第2話 悪魔の囁き

 翌朝、私はいつものように少し早起きをして、夫のために朝食を用意した。

 キッチンに立ち、ベーコンをフライパンに落とす。脂が爆ぜる音が静寂を破り、香ばしい匂いが立ち込める。

 昨日までなら、この匂いは吐き気を催すだけの不快なものだった。不妊治療の薬の副作用で、嗅覚が過敏になっていたからだ。

 けれど今朝は違う。

 私の胃の腑は、驚くほど静まり返っていた。まるで嵐の前の海のように、不気味なほど凪いでいる。


「おはよう、美咲。……体調はどうだ?」


 寝癖のついた髪を手で撫でつけながら、貴之がリビングに入ってきた。

 その顔には、完璧に計算された「妻を労る夫」の仮面が張り付いている。眉の下げ方、声のトーン、私を見る瞳の揺らぎ。すべてが演技だということに、なぜ今まで気づかなかったのだろう。

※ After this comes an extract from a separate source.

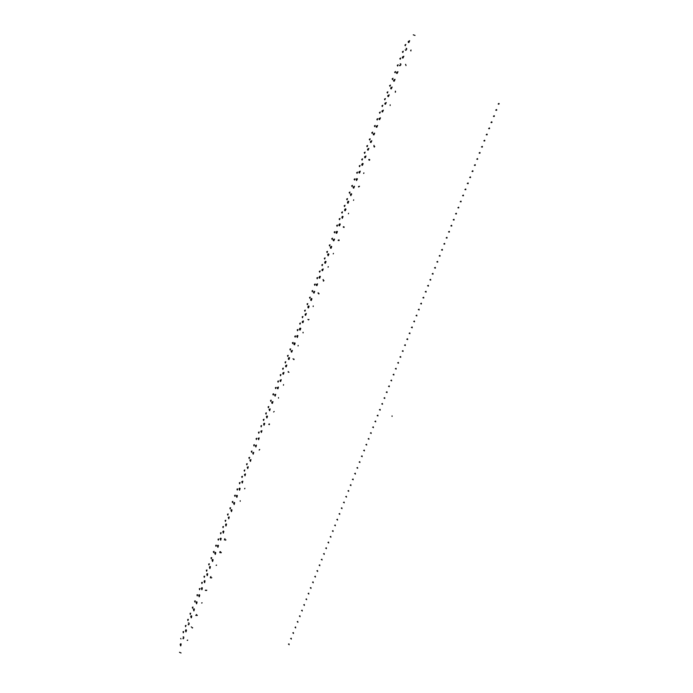 <?xml version="1.0" encoding="UTF-8"?>
<svg xmlns="http://www.w3.org/2000/svg" width="693" height="693" viewBox="0 0 693 693"><rect width="100%" height="100%" fill="white"/><g stroke="black" fill="none" stroke-linecap="round" stroke-linejoin="round"><path stroke-width="1.04" d="M405.258 49.827L405.708 50.303L406.548 49.601L406.722 48.527L406.115 48.363M408.29 41.519L408.307 42.429L408.931 42.446L409.632 40.714L408.29 41.519M409.684 40.835L408.671 42.55M180.96 638.929L180.656 638.47M186.019 625.562L185.36 625.64L185.594 626.68M185.984 625.467L185.793 626.151M188.34 619.421L187.699 619.455L187.916 620.538M188.305 619.334L188.115 620.018M190.662 613.279L190.021 613.314L190.237 614.396M190.627 613.192L190.436 613.877M183.697 631.695L183.065 631.713L183.273 632.804M183.662 631.6L183.48 632.276M367.611 145.487L366.779 145.972L367.151 146.699M367.498 145.799L367.169 146.665M370.14 138.799L369.274 139.362L369.681 140.012M370.019 139.12L369.69 139.995M360.048 165.488L359.217 165.956L359.589 166.692M359.936 165.774L359.606 166.641M362.569 158.827L361.737 159.303L362.11 160.04M362.456 159.121L362.127 159.988M365.09 152.157L364.249 152.642L364.631 153.37M364.977 152.46L364.648 153.335M350 192.048L349.177 192.498L349.541 193.252M349.904 192.308L349.575 193.174M347.496 198.666L346.708 199.038L347.037 199.87M347.401 198.926L347.072 199.783M352.512 185.421L351.715 185.793L352.053 186.625M352.408 185.689L352.079 186.547M355.015 178.785L354.166 179.314L354.565 179.989M354.911 179.054L354.591 179.92M357.527 172.141L356.678 172.678L357.077 173.345M357.423 172.418L357.094 173.285M380.284 111.989L379.409 112.578L379.773 113.236L380.154 112.344M382.822 105.267L381.947 105.864L382.267 106.531L382.692 105.631M385.369 98.536L384.511 99.073L384.788 99.809L385.23 98.908M377.746 118.702L376.897 119.222L377.165 119.967L377.616 119.049M375.208 125.416L374.359 125.918L374.748 126.628M375.078 125.745L374.748 126.62M372.669 132.112L371.803 132.684L372.124 133.359L372.548 132.441M398.146 64.77L397.271 65.341L397.678 66.008M397.99 65.177L397.652 66.017M395.582 71.544L394.689 72.167L395.123 72.774M395.434 71.942L395.097 72.782M393.026 78.3L392.16 78.855L392.463 79.574L392.879 78.69M387.924 91.805L387.058 92.342L387.456 93.027M387.777 92.178L387.448 93.035M390.471 85.057L389.587 85.672L390.012 86.287M390.324 85.438L389.994 86.287M300.45 323.042L299.679 323.38L300.008 324.22M300.407 323.155L300.086 323.995M302.902 316.562L302.157 316.831L302.451 317.74M302.858 316.684L302.538 317.524M305.353 310.074L304.582 310.421L304.911 311.261M305.301 310.204L304.989 311.053M297.999 329.513L297.236 329.842L297.557 330.691M297.964 329.617L297.644 330.466M295.556 335.975L294.82 336.235L295.114 337.153M295.521 336.079L295.201 336.919M293.113 342.437L292.351 342.749L292.671 343.607M293.078 342.524L292.758 343.364M317.663 277.538L316.874 277.91L317.212 278.725M317.602 277.702L317.281 278.551M315.194 284.061L314.44 284.355L314.743 285.247M315.133 284.217L314.813 285.066M312.734 290.575L311.98 290.869L312.283 291.762M312.673 290.722L312.352 291.571M307.813 303.586L307.06 303.863L307.363 304.764M307.761 303.716L307.441 304.565M310.265 297.08L309.494 297.436L309.823 298.267M310.213 297.228L309.892 298.068M332.527 238.236L331.756 238.574L332.077 239.431M332.449 238.444L332.129 239.302M335.014 231.661L334.208 232.077L334.563 232.857M334.936 231.878L334.606 232.735M337.508 225.078L336.729 225.424L337.049 226.273M337.422 225.303L337.101 226.161M344.993 205.284L344.152 205.795L344.542 206.488M344.897 205.526L344.577 206.393M342.498 211.893L341.684 212.327L342.039 213.089M342.403 212.127L342.082 212.985M339.994 218.486L339.163 218.988L339.544 219.69M339.908 218.719L339.587 219.577M327.564 251.368L326.793 251.689L327.113 252.555M327.486 251.559L327.165 252.417M330.041 244.811L329.244 245.209L329.591 245.998M329.963 245.01L329.643 245.859M320.131 271.006L319.343 271.387L319.681 272.193M320.071 271.18L319.75 272.028M322.609 264.466L321.812 264.856L322.158 265.653M322.54 264.648L322.219 265.497M325.086 257.917L324.289 258.316L324.636 259.113M325.008 258.108L324.688 258.957M232.666 502.226L232.883 501.368L232.216 501.758L232.519 502.633M230.578 507.761L229.877 507.934L230.145 508.905M230.561 507.718L230.301 508.489M235.317 495.218L234.615 495.4L234.892 496.361M235.308 495.183L235.04 495.963M237.699 488.937L237.015 489.067L237.266 490.072M237.682 488.903L237.413 489.682M239.787 483.402L240.029 482.545L239.371 482.839L239.648 483.783M216.398 545.235L215.74 545.322L215.973 546.361M216.381 545.174L216.147 545.919M218.754 539.007L218.07 539.154L218.33 540.142M218.737 538.946L218.494 539.7M221.119 532.77L220.426 532.926L220.686 533.905M221.093 532.718L220.85 533.471M228.205 514.024L227.512 514.197L227.78 515.159M228.188 513.981L227.936 514.743M225.84 520.278L225.147 520.443L225.407 521.413M225.823 520.235L225.571 520.997M223.475 526.533L222.756 526.775L223.051 527.668M223.458 526.481L223.207 527.234M202.321 582.449L201.672 582.51L201.897 583.575M202.295 582.38L202.079 583.09M199.982 588.634L199.315 588.738L199.558 589.752M199.956 588.556L199.749 589.267M197.652 594.802L197.003 594.854L197.228 595.928M197.618 594.724L197.418 595.426M192.992 607.129L192.325 607.215L192.567 608.246M192.957 607.042L192.758 607.735M195.322 600.97L194.672 601.013L194.898 602.087M195.287 600.883L195.088 601.585M209.347 563.877L208.671 563.998L208.922 565.003M209.321 563.807L209.104 564.535M207.008 570.07L206.349 570.14L206.583 571.197M206.973 570.001L206.757 570.729M204.66 576.264L204.011 576.333L204.236 577.39M204.634 576.195L204.418 576.914M214.05 551.455L213.366 551.593L213.617 552.581M214.024 551.394L213.791 552.13M211.694 557.666L211.018 557.796L211.27 558.792M211.668 557.605L211.443 558.333M254.106 445.556L254.366 444.663L253.69 444.975L253.976 445.902M256.505 439.223L256.722 438.271L256.055 438.73L256.375 439.561M258.905 432.882L259.165 431.973L258.506 432.241L258.775 433.212M266.112 413.816L266.389 412.898L265.696 413.227L265.991 414.137M263.704 420.183L263.99 419.282L263.288 419.594L263.583 420.504M261.304 426.533L261.573 425.623L260.889 425.952L261.174 426.862M249.619 457.406L248.908 457.623L249.185 458.558M249.619 457.389L249.324 458.194M252.018 451.082L251.299 451.308L251.585 452.234M252.009 451.074L251.715 451.879M242.463 476.342L241.718 476.628L242.03 477.486M242.446 476.316L242.169 477.113M244.551 470.816L244.785 469.923L244.101 470.33L244.412 471.188M247.236 463.73L246.517 463.938L246.795 464.873M247.228 463.712L246.933 464.509M288.236 355.327L287.508 355.561L287.794 356.497M288.21 355.405L287.89 356.245M290.67 348.882L289.943 349.125L290.228 350.052M290.644 348.969L290.324 349.809M280.942 374.61L280.223 374.826L280.5 375.771M280.925 374.662L280.604 375.502M283.376 368.191L282.649 368.416L282.935 369.352M283.35 368.252L283.03 369.083M285.802 361.763L285.048 362.058L285.36 362.933M285.776 361.833L285.464 362.664M271.258 400.216L270.547 400.415L270.816 401.377M271.249 400.242L270.928 401.074M268.52 407.449L268.789 406.505L268.104 406.86L268.408 407.761M273.674 393.823L272.903 394.178L273.233 394.984M273.657 393.858L273.345 394.689M276.091 387.422L275.355 387.699L275.658 388.591M276.083 387.465L275.762 388.305M278.517 381.02L277.798 381.237L278.075 382.181M278.499 381.072L278.188 381.904M400.71 57.995L399.835 58.567L400.242 59.226M400.554 58.411L400.216 59.243M403.274 51.213L402.373 51.854L402.806 52.443M403.118 51.637L402.772 52.46M405.847 44.421L404.963 45.002L405.266 45.703L405.682 44.846M402.434 56.999L402.451 57.926L403.075 57.943L403.759 56.211L402.434 56.999M403.802 56.324L402.815 58.047M399.411 65.307L399.861 65.783L400.693 65.09L400.857 64.007L400.242 63.843M396.587 72.444L396.543 73.276L397.132 73.449L397.929 71.725L396.587 72.444M397.947 71.777L396.976 73.501M393.676 80.154L393.667 81.046L394.317 81.107L394.975 79.383L393.676 80.154M395.027 79.487L394.066 81.211M390.765 87.846L390.757 88.747L391.406 88.817L392.056 87.084L390.765 87.846M392.108 87.188L391.155 88.912M387.855 95.53L387.811 96.379L388.401 96.552L389.171 94.837L387.855 95.53M389.189 94.88L388.253 96.604M384.953 103.205L384.91 104.063L385.499 104.236L386.261 102.521L384.953 103.205M386.278 102.555L385.351 104.279M382.051 110.871L382.042 111.79L382.597 111.911L383.35 110.187L382.051 110.871M383.368 110.23L382.458 111.954M379.149 118.529L379.114 119.395L379.703 119.568L380.448 117.853L379.149 118.529M380.466 117.888L379.565 119.612M376.256 126.178L376.221 127.044L376.81 127.217L377.546 125.502L376.256 126.178M377.564 125.537L376.671 127.261M373.371 133.81L373.371 134.745L374.012 134.814L374.653 133.143L373.371 133.81M374.662 133.177L373.787 134.901M370.486 141.433L370.452 142.316L371.041 142.489L371.76 140.774L370.486 141.433M371.769 140.8L370.902 142.533M367.602 149.047L367.576 149.939L368.156 150.112L368.875 148.397L367.602 149.047M368.884 148.423L368.026 150.156M364.726 156.653L364.735 157.614L365.367 157.675L365.991 156.012L364.726 156.653M365.999 156.029L365.15 157.761M361.85 164.25L361.824 165.151L362.404 165.324L363.141 163.678L362.526 163.435L361.85 164.25M363.115 163.626L362.283 165.367M358.983 171.838L358.991 172.8L359.624 172.869L360.23 171.197L358.983 171.838M360.239 171.214L359.416 172.955M356.115 179.409L356.592 180.526L357.389 178.855L356.774 178.612L356.115 179.409M357.363 178.794L356.548 180.535M353.257 186.971L353.265 187.959L353.898 188.02L354.452 186.287L353.257 186.971M354.495 186.365L353.69 188.106M350.398 194.525L350.875 195.66L351.654 193.979L351.039 193.745L350.398 194.525M351.628 193.919L350.84 195.669M347.539 202.07L347.522 203.006L348.103 203.179L348.796 201.533L348.258 201.265L347.539 202.07M348.761 201.472L347.99 203.214M344.69 209.607L344.672 210.551L345.253 210.715L345.937 209.078L345.322 208.836L344.69 209.607M345.902 209.009L345.14 210.759M341.84 217.134L342.325 218.278L343.078 216.606L342.55 216.337L341.84 217.134M343.052 216.537L342.29 218.286M338.998 224.653L338.981 225.606L339.561 225.771L340.228 224.125L339.7 223.856L338.998 224.653M340.194 224.056L339.457 225.805M336.157 232.155L336.14 233.117L336.72 233.281L337.387 231.635L336.772 231.401L336.157 232.155M337.352 231.566L336.616 233.316M333.324 239.648L333.272 240.549L333.887 240.783L334.511 239.068L333.324 239.648M334.502 239.068L333.783 240.817M330.492 247.132L330.474 248.111L331.055 248.276L331.704 246.63L331.167 246.361L330.492 247.132M331.661 246.552L330.959 248.311M327.659 254.608L328.153 255.786L328.898 254.192L328.335 253.846L327.659 254.608M328.829 254.036L328.127 255.795M324.835 262.075L324.792 262.993L325.407 263.227L326.039 261.59L325.424 261.348L324.835 262.075M325.996 261.504L325.312 263.262M322.011 269.534L321.968 270.452L322.583 270.686L323.172 268.971L322.011 269.534M323.163 268.962L322.488 270.72M319.196 276.983L319.152 277.91L319.768 278.144L320.383 276.498L319.776 276.264L319.196 276.983M320.339 276.412L319.672 278.179M316.38 284.416L316.337 285.351L316.952 285.585L317.524 283.87L316.38 284.416M317.515 283.853L316.866 285.62M313.574 291.848L313.565 292.862L314.146 293.018L314.709 291.303L313.574 291.848M314.7 291.285L314.059 293.052M310.767 299.263L310.724 300.208L311.339 300.441L311.937 298.804L311.4 298.536L310.767 299.263M311.885 298.709L311.252 300.476M307.961 306.67L307.961 307.701L308.532 307.857L309.121 306.211L308.515 305.977L307.961 306.67M309.069 306.115L308.454 307.891M305.163 314.068L305.163 315.107L305.734 315.263L306.28 313.539L305.163 314.068M306.263 313.522L305.656 315.289M302.365 321.457L302.33 322.427L303.014 322.617L303.473 320.937L302.365 321.457M303.465 320.911L302.867 322.687M299.575 328.837L299.575 329.885L300.147 330.041L300.719 328.395L300.112 328.161L299.575 328.837M300.658 328.291L300.078 330.067M296.786 336.209L297.288 337.448L297.921 335.767L297.384 335.507L296.786 336.209M297.869 335.672L297.297 337.448M293.997 343.572L294.005 344.629L294.577 344.785L295.131 343.139L294.525 342.905L293.997 343.572M295.071 343.035L294.516 344.811M291.216 350.918L291.19 351.905L291.796 352.139L292.342 350.493L291.216 350.918M292.281 350.381L291.736 352.165M288.444 358.264L288.409 359.251L289.016 359.485L289.561 357.839L288.955 357.605L288.444 358.264M289.501 357.727L288.964 359.511M285.663 365.592L285.637 366.597L286.244 366.822L286.781 365.176L285.663 365.592M286.72 365.064L286.192 366.848M282.9 372.912L282.865 373.925L283.472 374.151L284 372.505L282.9 372.912M283.939 372.392L283.42 374.177M280.128 380.223L280.102 381.237L280.708 381.471L281.228 379.816L280.128 380.223M281.167 379.703L280.656 381.488M277.365 387.526L277.339 388.548L277.945 388.782L278.456 387.127L277.365 387.526M278.395 387.015L277.902 388.799M274.61 394.819L275.121 396.11L275.693 394.421L274.61 394.819M275.623 394.308L275.138 396.101M271.847 402.105L271.829 403.144L272.427 403.369L272.929 401.715L271.847 402.105M272.86 401.594L272.392 403.387M269.101 409.381L269.612 410.68L270.175 408.991L269.101 409.381M270.105 408.87L269.638 410.663M266.346 416.649L266.866 417.948L267.455 416.354L266.944 415.991L266.346 416.649M267.342 416.146L266.892 417.94M263.6 423.899L264.059 425.233L264.7 423.622L264.189 423.25L263.6 423.899M264.596 423.406L264.154 425.199M260.863 431.15L261.374 432.467L261.919 430.777L260.863 431.15M261.841 430.656L261.408 432.449M258.125 438.383L258.636 439.709L259.173 438.019L258.125 438.383M259.095 437.889L258.68 439.691M255.388 445.616L255.908 446.942L256.436 445.252L255.388 445.616M256.358 445.123L255.942 446.924M252.659 452.832L253.179 454.166L253.699 452.477L252.659 452.832M253.621 452.347L253.214 454.149M249.93 460.039L250.45 461.382L250.961 459.684L249.93 460.039M250.883 459.563L250.494 461.365M247.202 467.247L247.722 468.589L248.233 466.891L247.202 467.247M248.146 466.761L247.765 468.572M244.482 474.436L245.001 475.788L245.504 474.09L244.482 474.436M245.426 473.96L245.053 475.762M241.762 481.618L242.29 482.978L242.784 481.271L241.762 481.618M242.697 481.141L242.333 482.952M239.05 488.79L239.518 490.176L240.099 488.548L239.639 488.167L239.05 488.79M239.977 488.314L239.622 490.124M236.339 495.954L236.859 497.323L237.387 495.72L236.867 495.348L236.339 495.954M237.257 495.486L236.919 497.297M233.636 503.109L234.156 504.487L234.676 502.875L234.208 502.494L233.636 503.109M234.546 502.642L234.208 504.452M230.934 510.256L231.453 511.633L231.964 510.031L231.445 509.658L230.934 510.256M231.834 509.788L231.514 511.607M228.231 517.385L228.751 518.78L229.218 517.065L228.231 517.385M229.132 516.926L228.811 518.745M225.537 524.514L225.953 525.944L226.559 524.298L226.091 523.917L225.537 524.514M226.429 524.064L226.117 525.874M222.843 531.635L223.311 533.056L223.856 531.427L223.389 531.037L222.843 531.635M223.726 531.185L223.432 532.995M220.149 538.738L220.677 540.15L221.162 538.539L220.643 538.166L220.149 538.738M221.032 538.296L220.738 540.116M217.463 545.841L217.888 547.288L218.503 545.755L218.052 545.252L217.463 545.841M218.338 545.4L218.052 547.219M214.778 552.927L215.254 554.374L215.783 552.737L215.263 552.364L214.778 552.927M215.644 552.494L215.376 554.313M212.101 560.013L212.578 561.46L213.097 559.823L212.578 559.45L212.101 560.013M212.959 559.572L212.699 561.399M209.425 567.082L209.849 568.555L210.412 566.9L209.892 566.528L209.425 567.082M210.282 566.649L210.022 568.477M206.748 574.15L207.181 575.623L207.735 573.969L207.216 573.596L206.748 574.15M207.597 573.717L207.354 575.545M204.08 581.202L204.513 582.683L205.059 581.029L204.591 580.639L204.08 581.202M204.929 580.777L204.686 582.605M201.42 588.253L201.845 589.734L202.391 588.08L201.914 587.69L201.42 588.253M202.252 587.829L202.018 589.648M198.752 595.287L199.186 596.777L199.723 595.122L199.246 594.733L198.752 595.287M199.584 594.863L199.359 596.69M196.093 602.312L196.526 603.811L197.063 602.156L196.63 601.758L196.093 602.312M196.916 601.896L196.699 603.724M193.442 609.329L193.867 610.836L194.395 609.173L193.971 608.783L193.442 609.329M194.257 608.922L194.049 610.75M190.783 616.346L191.216 617.853L191.744 616.19L191.268 615.8L190.783 616.346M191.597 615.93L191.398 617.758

「おはよう、貴之さん。ええ、昨日は少し休みましたから、だいぶ楽になったわ」


 私は振り返り、微笑んで見せた。

 鏡を見なくても分かる。今の私は、昨日までの「儚げで従順な美咲」そのままだろう。

 心の中にどす黒いタールのような殺意が渦巻いていることなど、彼は露ほども疑っていない。


「そうか、よかった。あまり無理をするなよ。君の体は、君一人のものじゃないんだから」


 貴之は私の肩に手を置き、満足げに頷いた。

 『君一人のものじゃない』。

 その言葉の裏にある意味を、私は正確に翻訳する。

 ――お前の体は、俺が遺産を手に入れるための道具だ。壊れない程度に機能してもらわなきゃ困る。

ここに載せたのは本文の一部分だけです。